Many people who have saved someone's life by administering naloxone during an overdose admit they did not call for help afterward, according to a new study.
Results from a survey conducted by the Canadian Centre on Substance Abuse revealed as many as 65 per cent of respondents did not call 9-1-1 when they used the opioid antidote.
People surveyed said they worried police would get involved and arrest them for being associated with the person who has just overdosed.
Michael Parkinson, community engagement officer with the Waterloo Region Crime Prevention Council, talked to several dozen respondents from the area. More than half said they did not call for help.
"The high toxicity of fentanyl means that an overdose can return even after naloxone administration," he said. "Hospital care is absolutely recommended."
The findings, collected in surveys conducted with hundreds of intravenous drug users, come as Ontario grapples with an opioid crisis that is killing hundreds every year.

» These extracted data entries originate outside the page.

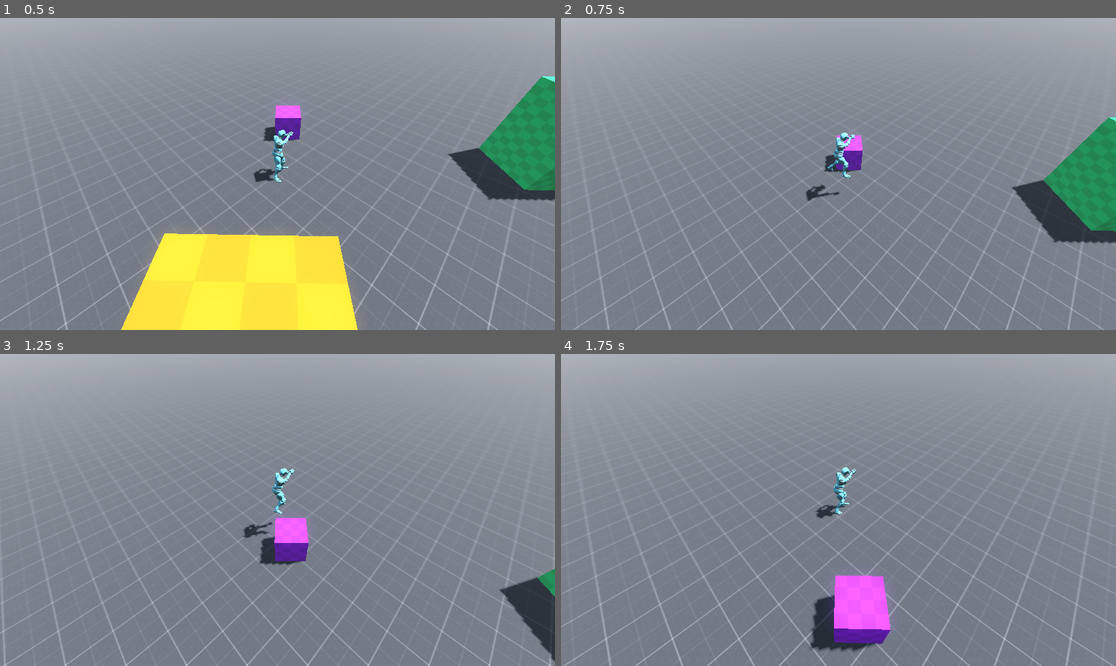
Above: before the commit, frames 1-4 (two rows, left to right).
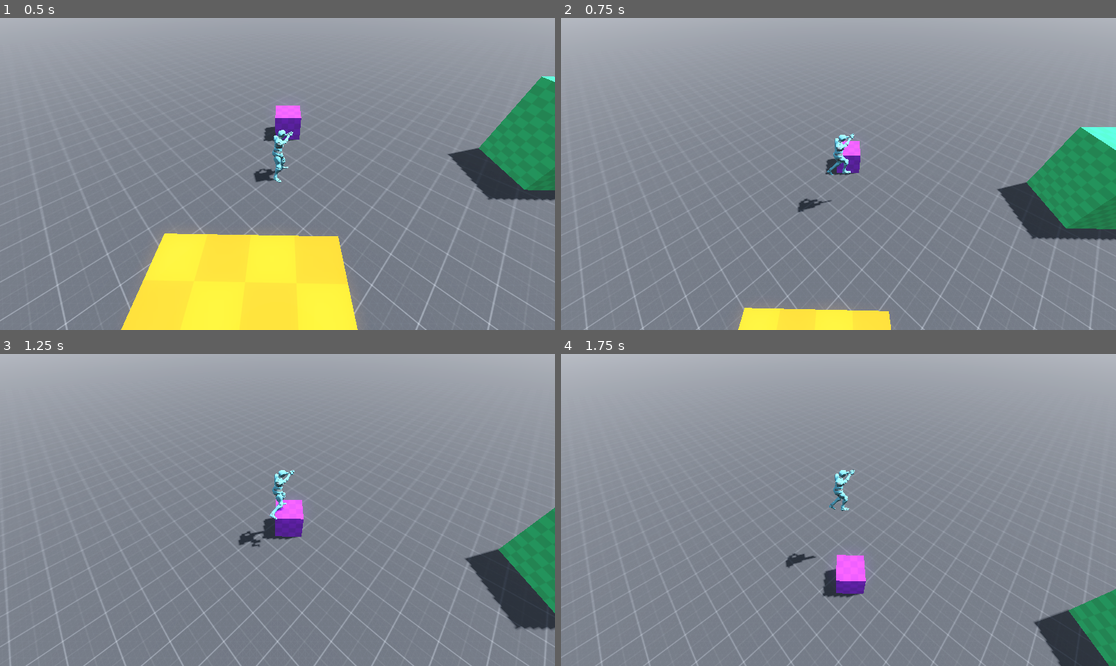
Above: after the commit, the same moments.

Repository: Aegistus/Joes-Jungle
Game: Godot game, scene res://scenes/main.tscn
Two runs of this game, one before a commit and one after it. Both use one fixed random seed, a clock stepped at 60 frames per second and the inputs below.
Inputs:
- Up to frame 1 (0.5 s): no input
- Up to frame 2 (0.75 s): tap Enter (ui_accept) at 0.5 s; hold W (move_forward) from 0.53 s (still down)
- Up to frame 3 (1.25 s): keep holding W (move_forward); tap Enter (ui_accept) at 0.77 s
- Up to frame 4 (1.75 s): keep holding W (move_forward); tap Enter (ui_accept) at 1.52 s

Frame 1 is identical in both runs. In frame 2, 7.2% of the frame differs, in the area x 0-100%, y 31-100%; in frame 3, 7.5%; in frame 4, 9.0%, in the area x 0-100%, y 36-100%.

Commit message:
Add Walking State

Diff:
--- a/scenes/player.tscn
+++ b/scenes/player.tscn
@@ -6,6 +6,7 @@
 [ext_resource type="Script" path="res://scripts/state_machine.gd" id="3_5cvyg"]
 [ext_resource type="AnimationLibrary" uid="uid://wubbon5nyek1" path="res://assets/animations/Pistol Anim Pack.res" id="3_q8g1f"]
 [ext_resource type="Script" path="res://scripts/idle_state.gd" id="4_s0a0d"]
+[ext_resource type="Script" path="res://scripts/walking_state.gd" id="7_vgdlh"]
 
 [sub_resource type="CapsuleShape3D" id="CapsuleShape3D_eakgp"]
 radius = 0.3
@@ -83,13 +84,20 @@
 transform = Transform3D(0.707107, 0, 0.707107, 0, 1, 0, -0.707107, 0, 0.707107, 3.53553, 5, 3.53553)
 top_level = true
 
-[node name="StateMachine" type="Node" parent="." node_paths=PackedStringArray("default_state", "target")]
+[node name="MovementStateMachine" type="Node" parent="." node_paths=PackedStringArray("default_state", "target")]
 script = ExtResource("3_5cvyg")
-default_state = NodePath("Idle State")
+default_state = NodePath("IdleState")
 target = NodePath("..")
 
-[node name="Idle State" type="Node" parent="StateMachine" node_paths=PackedStringArray("animation_tree", "controlled_player")]
+[node name="IdleState" type="Node" parent="MovementStateMachine" node_paths=PackedStringArray("animation_tree", "walking_state", "controlled_player")]
 script = ExtResource("4_s0a0d")
 animation_tree = NodePath("../../PlayerModel/player_model/AnimationTree")
+walking_state = NodePath("../WalkingState")
 controlled_player = NodePath("../..")
-animation_name = "Pistol Anim Pack/pistol idle"
+
+[node name="WalkingState" type="Node" parent="MovementStateMachine" node_paths=PackedStringArray("animation_tree", "directional_reference", "idle_state", "controlled_player")]
+script = ExtResource("7_vgdlh")
+animation_tree = NodePath("../../PlayerModel/player_model/AnimationTree")
+directional_reference = NodePath("../../CameraMount/Camera3D/Directional_Reference")
+idle_state = NodePath("../IdleState")
+controlled_player = NodePath("../..")
--- a/scripts/idle_state.gd
+++ b/scripts/idle_state.gd
@@ -2,6 +2,9 @@
 extends PlayerState
 
 @export var animation_tree: AnimationTree
+@export var stopping_speed: float = 10
+@export_group("Transition States")
+@export var walking_state: State
 
 func enter() -> void:
 	super()
@@ -10,5 +13,11 @@
 	animation_tree.set("parameters/WalkSpeed/blend_position", Vector2(controlled_player.velocity.x, -controlled_player.velocity.z))
 
 func process_state_physics(delta):
-	controlled_player.velocity.x = move_toward(controlled_player.velocity.x, 0, movement_speed)
-	controlled_player.velocity.z = move_toward(controlled_player.velocity.z, 0, movement_speed)
+	controlled_player.velocity.x = move_toward(controlled_player.velocity.x, 0, stopping_speed)
+	controlled_player.velocity.z = move_toward(controlled_player.velocity.z, 0, stopping_speed)
+
+func check_transitions():
+	if Input.is_action_pressed("move_forward") or Input.is_action_pressed("move_backward") or Input.is_action_pressed("move_left") or Input.is_action_pressed("move_right"):
+		return walking_state
+	else:
+		return null
--- a/scripts/player.gd
+++ b/scripts/player.gd
@@ -23,21 +23,21 @@
 		velocity.y = JUMP_VELOCITY
 
 	# Get the input direction and handle the movement/deceleration.
-	var input_dir = Input.get_vector("move_left", "move_right", "move_forward", "move_backward")
-	var direction = (directional_reference.basis * Vector3(input_dir.x, 0, input_dir.y)).normalized()
+	#var input_dir = Input.get_vector("move_left", "move_right", "move_forward", "move_backward")
+	#var direction = (directional_reference.basis * Vector3(input_dir.x, 0, input_dir.y)).normalized()
 
 	# Rotate player model to look in movement direction
 	#if direction != Vector3.ZERO:
 		#var look_dir = atan2(-velocity.x, -velocity.z)
 		#player_model.rotation.y = lerp_angle(player_model.rotation.y, look_dir, delta * turn_rate)
 
-	if direction != Vector3.ZERO:
-		animation_player.play("walking")
-		velocity.x = direction.x * SPEED
-		velocity.z = direction.z * SPEED
-	else:
-		animation_player.play("idle")
-		velocity.x = move_toward(velocity.x, 0, SPEED)
-		velocity.z = move_toward(velocity.z, 0, SPEED)
-
+	#if direction != Vector3.ZERO:
+		#animation_player.play("walking")
+		#velocity.x = direction.x * SPEED
+		#velocity.z = direction.z * SPEED
+	#else:
+		#animation_player.play("idle")
+		#velocity.x = move_toward(velocity.x, 0, SPEED)
+		#velocity.z = move_toward(velocity.z, 0, SPEED)
+	#
 	move_and_slide()
--- a/scripts/state.gd
+++ b/scripts/state.gd
@@ -1,9 +1,6 @@
 class_name State
 extends Node
 ## Base class for state machine states.
-
-@export var animation_name: String
-@export var movement_speed: float
 
 var target: Node
 
--- /dev/null
+++ b/scripts/walking_state.gd
@@ -0,0 +1,27 @@
+class_name WalkingState
+extends PlayerState
+
+@export var movement_speed: float = 100
+@export var animation_tree: AnimationTree
+@export var directional_reference: Node3D
+@export_group("Transition States")
+@export var idle_state: State
+
+
+func process_state_physics(delta):
+	# Get the input direction and handle the movement/deceleration.
+	var input_dir = Input.get_vector("move_left", "move_right", "move_forward", "move_backward")
+	var direction = (directional_reference.basis * Vector3(input_dir.x, 0, input_dir.y)).normalized()
+	animation_tree.set("parameters/WalkSpeed/blend_position", Vector2(input_dir.x, input_dir.y))
+	if direction != Vector3.ZERO:
+		target.velocity.x = direction.x * movement_speed * delta
+		target.velocity.z = direction.z * movement_speed * delta
+
+	target.	move_and_slide()
+
+func check_transitions():
+	var input = Input.get_vector("move_left", "move_right", "move_forward", "move_backward")
+	if input.length() == 0:
+		return idle_state
+	else:
+		return null
Not shown: 1 places in scenes/player.tscn that only renumber resources
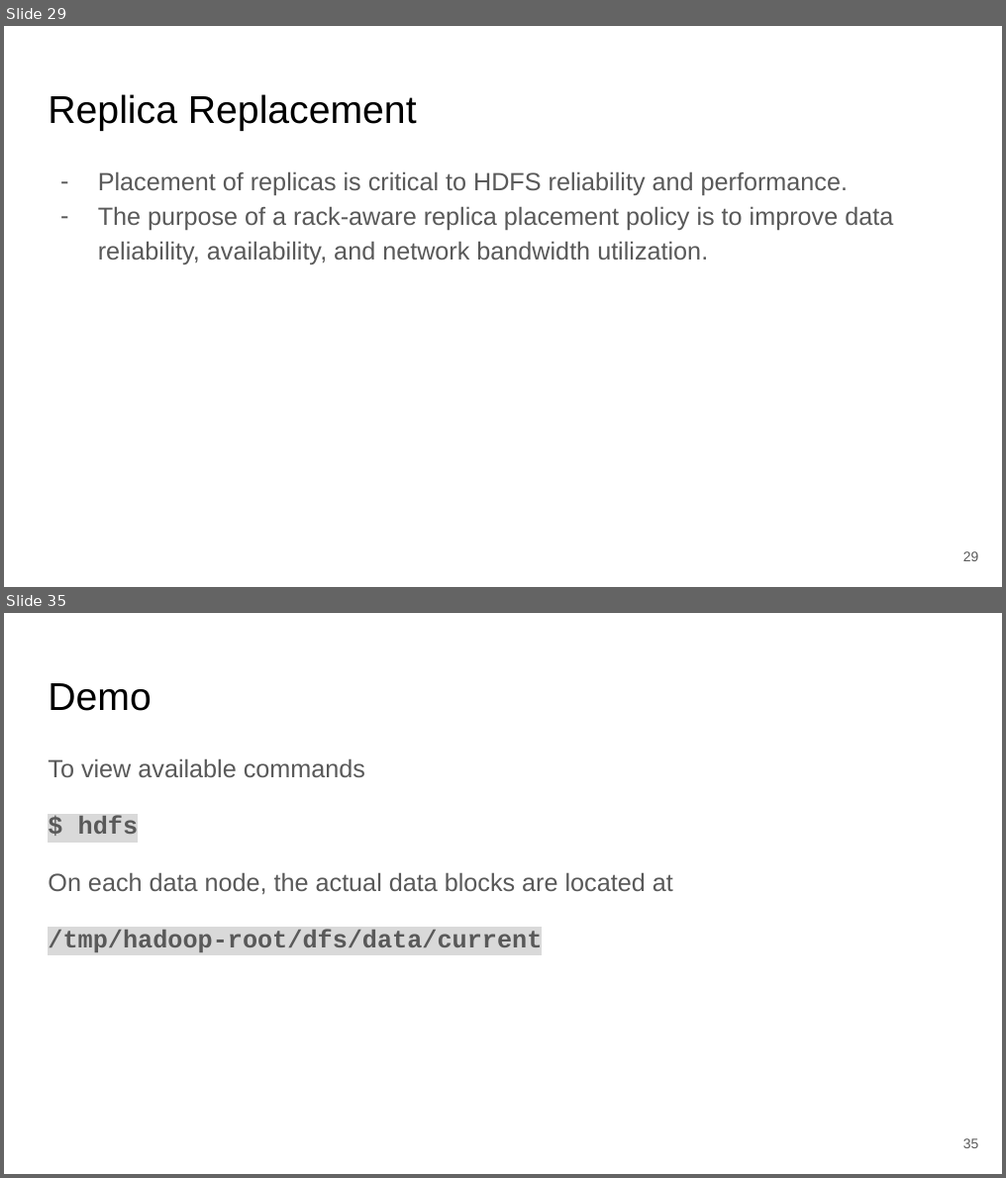
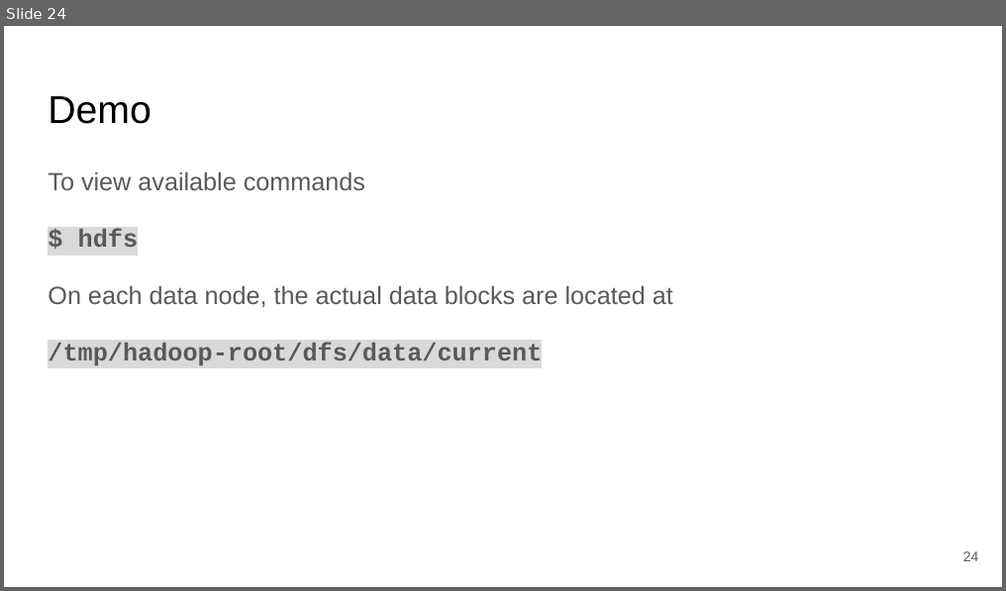
Before and after one commit to clemsonciti/workshop-python-intro-to-spark, a slide deck: Getting_started.pptx. Shown one above the other, each under a label of ours: slides 29 and 35 before the commit, slide 24 after it; the slides between them are not shown. The pictures are 1006x1178 and 1006x591 pixels, drawn with LibreOffice and Linux fonts; fonts in the diff are those of the drawing. Boxes give left, top, right and bottom in pixels: in the first picture for what was removed or moved away, otherwise in the second. Text is boxed around its words. In the diff, an @@ line names an element or a change of style, - is before the commit and + after.

```diff
--- a/Getting_started.pptx
+++ b/Getting_started.pptx
@@ slide 29 removed at <box>4,26,1002,587</box>, background #FFFFFF @@
@@ title removed at <box>48,94,417,131</box> @@
-Replica Replacement
@@ text removed at <box>98,172,893,265</box> @@
-– Placement of replicas is critical to HDFS reliability and performance.
-– The purpose of a rack-aware replica placement policy is to improve data reliability, availability, and network bandwidth utilization.
@@ page number removed at <box>963,552,979,562</box> @@
-29
@@ what was slide 35 is now slide 24 @@
@@ page number at <box>963,552,979,562</box>: text changed @@
-35
+24
```
Also in this commit, not shown: 3 slides changed, 15 slides added, 28 other slides removed.

Middlesex-London EMS education superintendent Jay Loosley said overdose calls have not gone up in the region, despite the city handing out the second highest number of needles per capita in Canada.
"We have been responding to fentanyl overdoses for awhile now and we definitely get 9-1-1 calls where we arrive on scene to a victim but no bystandard," he said.
Loosely agrees the person who made the call is worried about getting in trouble with the law.
New law needed
Parkinson and others are lobbying the government to introduce a "Good Samaritan" law to give immunity to people who call 9-1-1 for an overdose.
"We're recommending the establishment of a national law that would provide limited immunity at overdose emergencies in an effort to boost 9-1-1 call rates," Parkinson said.
A senate committee recently reviewed a proposed law and while it still needs to be approved by the senate as a whole, the committee is encouraging a favourable vote.